"J'avais 15 ans. Je rentrais de l'école à pied comme tous les jours, en uniforme. Ce jour-là, un homme n'a pas arrêté de m'envoyer des baisers depuis sa camionnette". Gabriella fait partie des femmes qui ont accepté de poser pour la photographe anglaise Eliza Hatch, depuis les lieux où elles ont été harcelées ou agressées sexuellement. Ce projet baptisé "Cheer Up Luv", que l'on peut traduire en français par "Un p'tit sourire ma belle", est née d'une remarque faite par un homme à Eliza Hatch, un jour où elle marchait seule dans les rues de Londres. "Un petit sourire", lui dit cet inconnu en la dévisageant. Au demeurant banale, cette petite phrase que la photographe a déjà entendue auparavant fait partie du registre favori des harceleurs.
"Cette seule phrase, que j'ai l'habitude d'entendre, m'a finalement énervée au point que je devais faire quelque chose à ce sujet, explique-t-elle au Huffington Post. Cela m'a incité à avoir une conversation avec mes copines sur le harcèlement et nous avons fini par échanger des histoires pendant plus d'une heure, en parlant du harcèlement sexuel comme si c'était la chose la plus normale au monde".
Sur son site, Eliza Hatch présente donc des dizaines de femmes, toutes harcelées ou agressées sexuellement dans la rue, les transports en commun ou en club. Certaines alors qu'elles étaient adolescentes. "Je rentrais du travail à pied et j'étais au téléphone. J'allais traverser la route. Un type en voiture s'est arrêté et m'a dit de monter avec lui", raconte Jess expliquant comment cet homme s'est obstiné à l'empêcher de passer jusqu'à qu'elle hurle et s'enfuit.
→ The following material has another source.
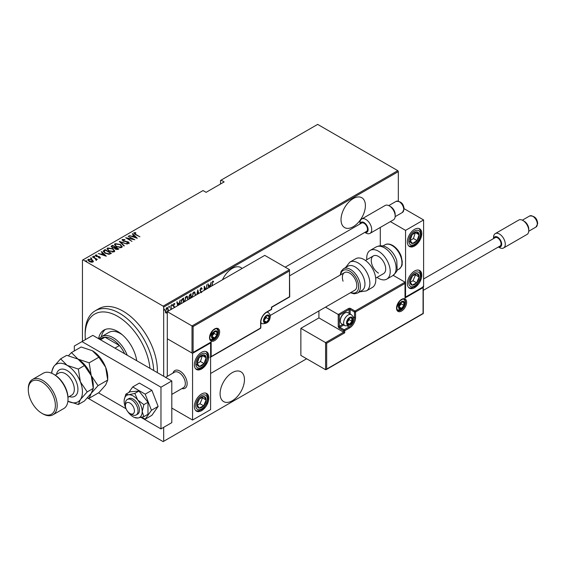 <?xml version="1.0" encoding="UTF-8"?>
<svg xmlns="http://www.w3.org/2000/svg" width="566" height="566" viewBox="0 0 566 566"><rect width="100%" height="100%" fill="white"/><g stroke="black" fill="none" stroke-linecap="round" stroke-linejoin="round"><path stroke-width="0.85" d="M242.085 268.475A17.228 9.947 120 0 0 240.89 267.555A17.228 9.947 120 0 0 232.272 268.411A17.228 9.947 120 0 0 222.459 279.809M353.212 198.588A17.228 9.947 120 0 0 341.956 213.771A17.228 9.947 120 0 0 344.595 227.574A17.228 9.947 120 0 0 353.212 226.725A17.228 9.947 120 0 0 364.469 211.543A17.228 9.947 120 0 0 361.823 197.732A17.228 9.947 120 0 0 353.212 198.588M232.272 372.626A17.228 9.947 120 0 0 221.016 387.809A17.228 9.947 120 0 0 223.655 401.619A17.228 9.947 120 0 0 232.272 400.763A17.228 9.947 120 0 0 243.529 385.58A17.228 9.947 120 0 0 240.89 371.77A17.228 9.947 120 0 0 232.272 372.626M82.452 341.34L82.452 260.176L82.99 259.865L163.135 306.135L397.792 170.656L398.337 171.597L398.337 201.057M167.288 312.793L165.767 312.913L165.378 311.243L166.836 307.656L167.6 307.593L168.293 309.56L167.911 311.675M170.783 309.644L170.967 305.364L171.293 309.347M174.363 307.571L173.238 305.506L174.059 303.489L174.859 303.751L174.632 304.374L174.066 304.14L173.564 305.286L174.689 307.388M174.278 307.027L173.366 306.248M174.059 303.489L174.859 303.751L174.498 303.539L174.307 304.076M174.632 304.374L173.592 304.013M173.203 305.081L174.696 307.239M180.547 304.006L182.443 298.742L183.603 298.07L183.603 302.237M189.461 298.855L188.867 297.1L190.056 294.348L191.053 293.768L191.053 297.935M196.855 294.589L197.782 289.884L198.786 293.471M198.433 293.676L197.817 291.271L197.209 294.384M206.689 288.915L206.689 284.74L207.015 288.724M205.614 289.53L204.503 287.549L204.503 290.174M204.177 290.358L204.248 286.148L206.024 289.297M211.79 285.964L212.667 281.104L213.573 281.422L213.375 282.094L212.639 281.868L212.116 285.78M212.667 281.104L213.573 281.422L213.212 281.217L213.021 281.868M213.375 282.094L212.639 281.868M398.337 171.597L163.68 307.069L163.68 376.27M163.68 427.337L163.68 441.303L306.638 358.766M208.748 287.719L207.821 284.09L208.175 283.884L208.691 285.922L210.269 285.009L211.146 282.172L210.219 286.877M201.34 292.7L199.968 290.415L201.022 287.825L201.581 287.797M201.022 287.825L202.154 288.766L201.836 289.318L201.022 288.575L200.286 290.238L201.701 292.289M201.475 289.113L201.015 288.363L200.364 288.639M191.789 297.32L193.721 292.042L194.711 291.971L195.652 295.282M184.346 301.812L186.271 296.343L187.254 296.273L188.202 299.584M177.724 305.633L176.797 301.996L177.151 301.791L177.674 303.836L179.252 302.923L180.122 300.079L179.196 304.784M171.823 304.359L172.51 304.989L172.184 305.789L172.184 304.572M168.824 306.093L169.51 306.722L169.184 307.515L169.184 306.298M163.963 308.895L164.649 309.524L164.324 310.324L164.324 309.107M397.792 170.656L317.653 124.386L220.542 180.455L220.542 183.992M92.074 259.773L93.326 261.358L93.015 262.001L91.183 262.185L89.159 261.457L87.801 259.872L88.239 259.242L92.074 259.773L93.44 261.379M95.902 260.091L95.52 258.754L92.449 256.907L97.387 259.384L96.383 259.178L96.411 260.042L95.937 260.134L95.633 259.744L96.036 259.461L95.909 260.098L95.52 259.171M96.411 260.459L96.411 260.042M100.147 257.884L98.76 257.926L98.59 257.565L99.595 257.551L99.361 256.971L95.972 256.32L95.456 255.075L96.878 254.976L97.083 255.351L96.029 255.4L96.27 256.115L98.824 256.433L99.658 256.766L100.147 257.884L100.366 257.565M99.517 258.004L99.361 256.971M95.208 255.443L95.456 255.075L95.456 255.492L96.878 255.393M96.029 255.4L96.27 256.476M103.925 250.285L105.085 249.613L111.403 253.257L110.646 253.695L109.224 254.254L105.085 253.165L103.203 251.141L105.085 249.613M112.535 245.311L118.853 248.955L118.145 249.365L115.429 249.125L114.502 248.113L112.146 247.604L111.53 245.885L112.535 245.311L112.825 245.892M111.134 246.443L112.535 245.722M119.341 241.378L127.279 244.095L120.516 242.107L124.308 245.807L123.954 246.012L119.341 241.505M128.171 236.284L134.807 239.743L127.322 238.321L131.977 241.378L125.659 237.734L133.137 239.149L128.171 236.284M134.609 233.128L135.713 234.374L139.915 236.8L135.324 234.522L133.986 232.739L135.621 232.633L135.911 233.029L134.475 233.334L134.743 234.175M133.718 233.121L133.986 232.739L133.986 233.157L135.621 233.05M82.99 259.865L203.031 190.558L206.095 192.334L224.15 181.912L221.08 180.137M137.319 238.293L129.303 235.626L132.196 236.291L133.774 235.385L132.267 233.914L132.621 233.708L137.319 238.293M122.985 239.835L123.324 240.875L128.397 241.93L128.977 243.302L126.94 243.239L126.855 242.842L128.369 242.899L128.1 242.135L122.992 241.059L122.341 239.46L124.853 239.602L124.853 239.97L122.985 239.835L122.815 240.409M129.239 242.892L128.977 243.302M127.866 243.422L128.369 243.316L128.1 242.135M122.037 239.913L122.341 239.46L122.341 239.878L123.607 239.736M120.282 244.448L122.235 246.677L121.711 247.491L116.426 246.712L114.502 244.477L115.04 243.677L120.282 244.448L120.282 244.837M112.832 248.75L114.778 250.979L114.261 251.792L108.976 251.014L107.045 248.778L107.59 247.979L112.832 248.75L112.832 249.139M106.302 256.207L98.279 253.54L101.18 254.205L102.757 253.292L101.25 251.828L101.604 251.622L106.302 256.207M93.581 256.575L94.43 256.688L94.43 256.271L94.635 256.766L93.581 256.157L94.635 256.766M90.588 258.301L91.437 258.421L91.437 258.004L91.642 258.492L90.786 258.379L90.588 257.891L91.642 258.492M85.728 261.11L86.577 261.23L86.577 260.813L86.782 261.301L85.926 261.181L85.728 260.693L86.782 261.301M163.68 441.303L163.135 441.614L87.419 397.898L89.173 398.252L91.225 393.32L98.031 385.651L107.724 380.055L105.665 384.986L98.866 392.655L89.173 398.252M163.68 307.069L163.135 306.135M135.621 233.022L135.621 232.633M132.303 236.652L133.774 235.385M132.536 234.175L132.621 233.708M132.621 234.126L136.781 238.187M133.01 236.574L136.059 237.614L134.255 235.852L133.01 236.899M128.489 236.468L128.489 236.093M133.137 239.192L133.852 239.609M127.322 238.689L127.322 238.321M126.607 238.279L127.322 238.42M124.853 239.97L124.853 239.602M122.985 240.253L123.324 241.293M123.324 241.229L123.324 240.875M128.376 242.34L128.397 241.93M128.397 242.347L128.977 243.72M128.369 243.316L128.1 242.552L128.369 243.316M119.801 241.951L120.516 242.198M124.039 245.962L120.516 242.107M120.586 245.05L122.214 246.882M114.523 244.703L115.04 243.677M115.04 244.095L116.709 243.776M115.252 244.986L116.143 246.543M119.872 247.809L121.046 247.547L121.471 246.62M116.752 246.528L121.046 247.13L121.492 246.408L119.964 244.639L115.705 244.038L115.231 244.774L116.752 246.889M121.046 247.547L121.046 247.13M115.209 247.271L115.818 247.618M117.884 248.814L118.492 249.167M111.177 246.656L111.53 246.302M114.099 248.149L115.209 247.229L112.86 245.87L112.379 246.146L111.87 246.691L112.464 247.42L114.233 247.703L115.209 247.229M111.934 246.918L112.16 247.611M116.9 249.627L117.884 248.771L115.634 247.724L115.153 248.241L115.74 248.934L117.884 248.771M115.634 248.141L115.74 249.351M117.438 249.443L117.438 249.026M115.74 249.288L115.74 248.934M114.233 248.12L114.233 247.703M112.464 247.774L112.464 247.42M113.136 249.351L114.756 251.184M107.073 249.005L107.59 247.979M107.59 248.396L109.259 248.078M107.802 249.288L108.693 250.844M112.422 252.111L113.596 251.849L114.014 250.922M109.302 250.83L113.596 251.431L114.042 250.71L112.514 248.941L108.248 248.347L107.781 249.075L109.302 251.191M113.596 251.849L113.596 251.431M110.427 253.115L111.042 253.469M103.231 251.368L103.925 250.696M108.24 254.261L110.165 253.639L110.427 253.073L105.41 250.172L103.981 251.424L104.774 252.974M108.821 254.212L110.427 253.073M105.41 253.342L105.41 252.981L108.821 253.794M104.052 251.141L105.41 252.981M101.279 254.566L102.757 253.292M101.519 252.089L101.604 251.622M101.604 252.04L105.757 256.094M101.993 254.481L105.043 255.528L103.238 253.766L101.993 254.806M99.595 257.969L99.361 257.381L99.595 257.969M96.029 255.818L96.27 256.532L96.029 255.818M97.706 256.745L97.706 256.348M99.588 257.141L99.658 256.766M99.658 257.183L100.147 258.301M94.43 256.688L94.635 257.183M92.774 257.091L92.774 256.716M95.293 258.591L96.383 259.221M91.437 258.421L91.642 258.91M87.836 260.091L88.239 259.242M88.239 259.66L89.272 259.412M88.501 260.303L88.805 259.568L89.478 261.266L92.732 261.386M88.805 259.985L89.478 261.683M91.989 262.249L92.774 261.605M89.478 261.626L89.478 261.266M92.449 262.093L91.742 259.957L88.805 259.568M86.577 261.23L86.782 261.718M213.014 281.889L212.526 281.62L213.014 281.889M207.906 284.04L208.691 285.922M210.17 285.073L210.021 285.809M209.866 287.075L209.745 285.646L208.5 286.368L208.833 287.677M208.5 286.368L209.102 287.521M210.106 285.858L208.861 286.573M204.177 286.453L205.84 289.403M201.39 287.733L202.154 288.766M199.925 290.025L200.421 290.874M200.06 290.662L201.34 292.084M197.683 290.365L198.517 293.627M194.527 291.893L195.305 294.193M194.379 292.65L193.374 292.572L192.61 293.365M191.796 296.626L192.129 297.32M193.374 292.572L193.735 292.785L192.107 296.81M195.327 295.473L194.57 292.728L193.735 292.785M190.692 293.973L190.692 294.681M190.692 297.44L190.692 298.14L189.589 298.53M188.832 296.704L189.476 297.638M188.881 296.733L189.369 297.645M189.836 297.85L190.735 297.419L190.735 294.702L189.249 295.31M189.893 294.773L190.254 294.978L189.193 296.917M190.735 294.702L190.254 294.978M187.07 296.195L187.855 298.494M186.929 296.952L185.924 296.874L185.153 297.666M184.339 300.928L184.679 301.621M185.924 296.874L186.285 297.086L184.657 301.112M187.877 299.775L187.12 297.03L186.285 297.086M183.243 298.275L183.243 298.982M183.278 302.428L183.278 299.004L182.485 299.046L181.099 300.298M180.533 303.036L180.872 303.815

"J'étais dans le métro quand un homme plus vieux que moi m'a abordée et s'est mis à me poser des questions. On était seuls sur le quai et il m'a demandé si j'étais célibataire, si j'étais lesbienne, et finalement s'il pouvait me montrer son pénis", raconte à son tour Monica.
Juliette avait 19 ans lorsqu'elle a emménagé à Paris. "J'étais dans une rame de métro bondée et il y avait un mec collé contre mon dos. Il s'est mis à remuer. J'ai d'abord cru qu'il essayait de descendre de la rame, mais il m'a murmuré des choses à l'oreille".
Cheer Up Luv "s'adresse aux femmes impliquées et aux personnes qui ont des histoires à partager, explique Eliza Hatch. Je veux donner une voix aux femmes et continuer à sensibiliser le public à un problème dont on parlait à peine auparavant". Ce projet intervient deux mois après l'affaire Weinstein et la libération de la parole des femmes. Notamment avec les #Balancetonporc et #Metoo qui compilent des centaines de témoignages de femmes harcelées, agressées sexuellement ou même violées.